Data to use section start

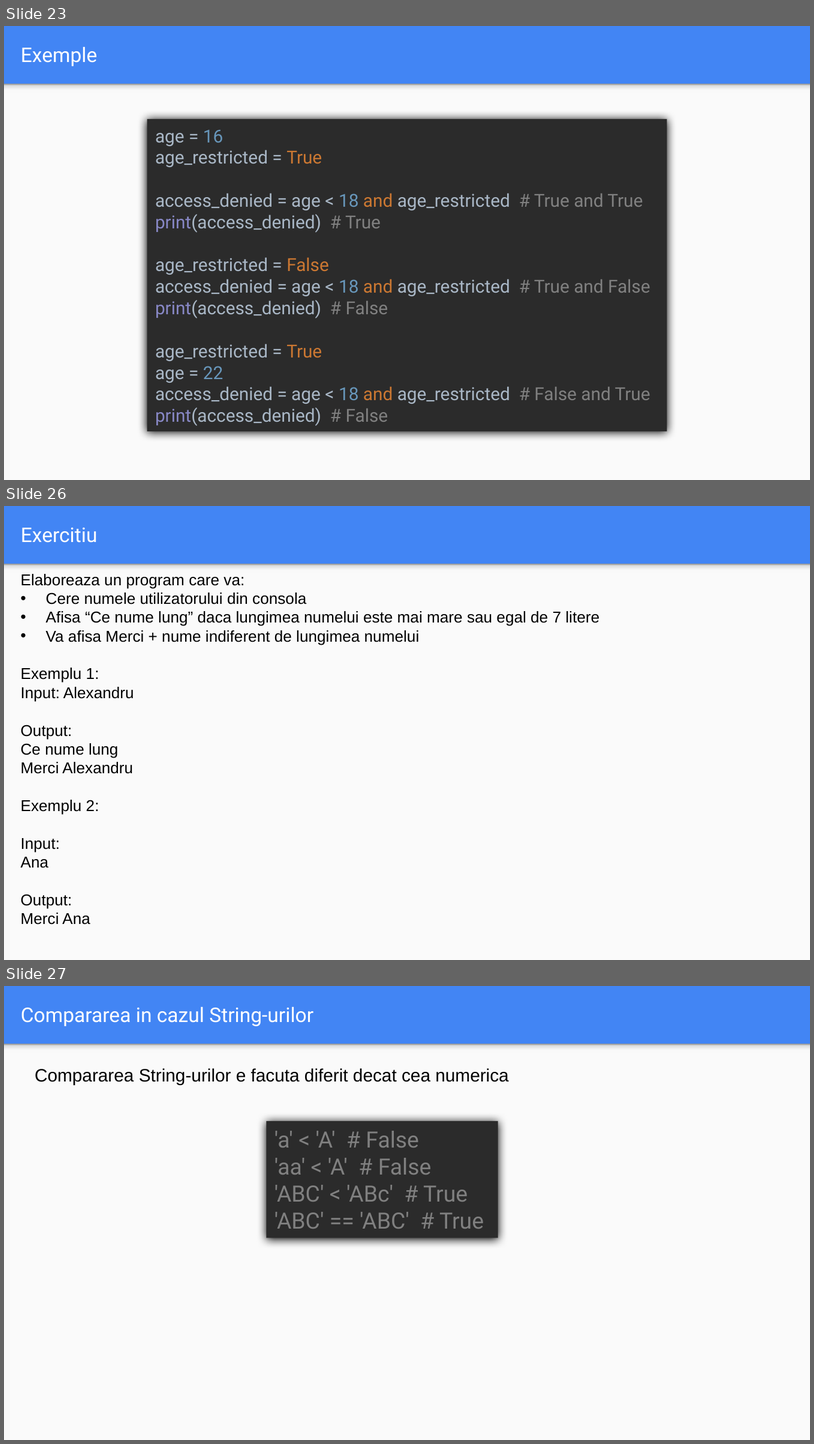
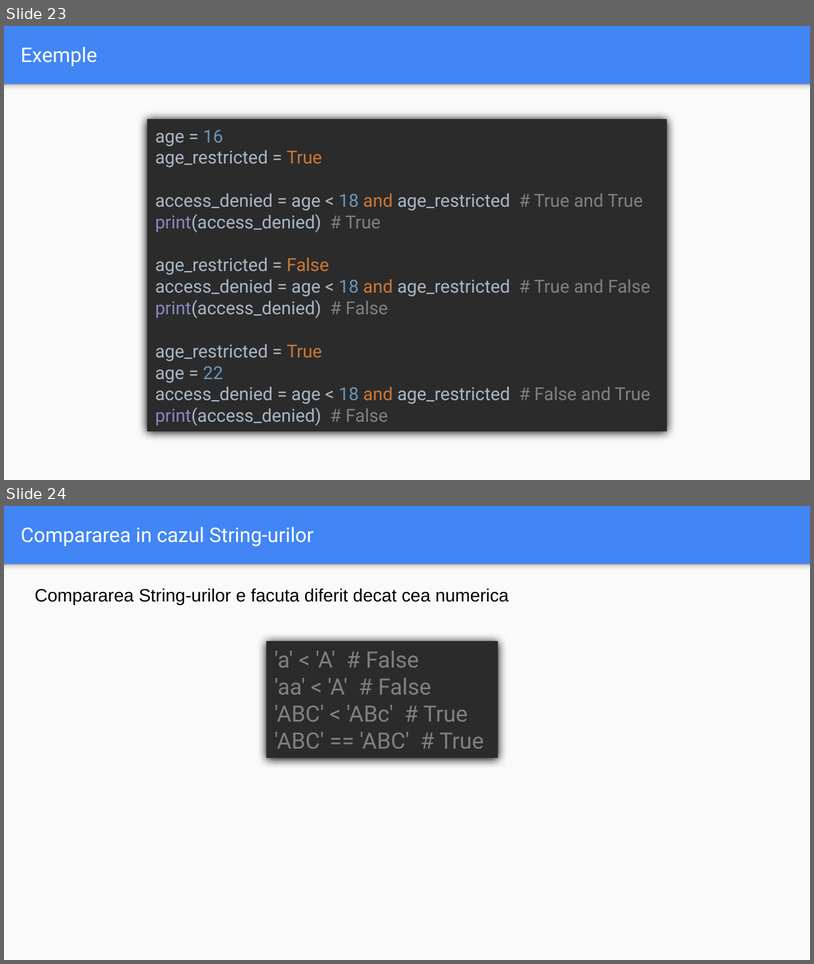
Before and after one commit to mtricolici98/pythonFundamentals, a slide deck: lessons/lesson_two/Seesion 2.pptx. Shown one above the other, each under a label of ours: slides 23, 26 and 27 before the commit, slides 23 and 24 after it; the slides between them are not shown. The pictures are 814x1444 and 814x964 pixels, drawn with LibreOffice and Linux fonts; fonts in the diff are those of the drawing. Boxes give left, top, right and bottom in pixels: in the first picture for what was removed or moved away, otherwise in the second. Text is boxed around its words. In the diff, an @@ line names an element or a change of style, - is before the commit and + after.

```diff
--- a/lessons/lesson_two/Seesion 2.pptx
+++ b/lessons/lesson_two/Seesion 2.pptx
@@ slide 26 removed at [4,506,810,960], background #4285F4; not listed: 2 template elements that a slide beside it also shows @@
@@ title removed at [21,528,98,543] @@
-Exercitiu
@@ text removed at [21,574,600,924] @@
-Elaboreaza un program care va:
-• Cere numele utilizatorului din consola
-• Afisa “Ce nume lung” daca lungimea numelui este mai mare sau egal de 7 litere
-• Va afisa Merci + nume indiferent de lungimea numelui
-Exemplu 1:
-Input: Alexandru
-Output:
-Ce nume lung
-Merci Alexandru
-Exemplu 2:
-Input:
-Ana
-Output:
-Merci Ana
@@ what was slide 27 is now slide 24 @@
```
Also in this commit, not shown: 2 other slides removed.

Data to use section end

What you are asked to do:
Scan the listing above. Gather each line that contains the word "Merci".

Task solution:
-• Va afisa Merci + nume indiferent de lungimea numelui
-Merci Alexandru
-Merci Ana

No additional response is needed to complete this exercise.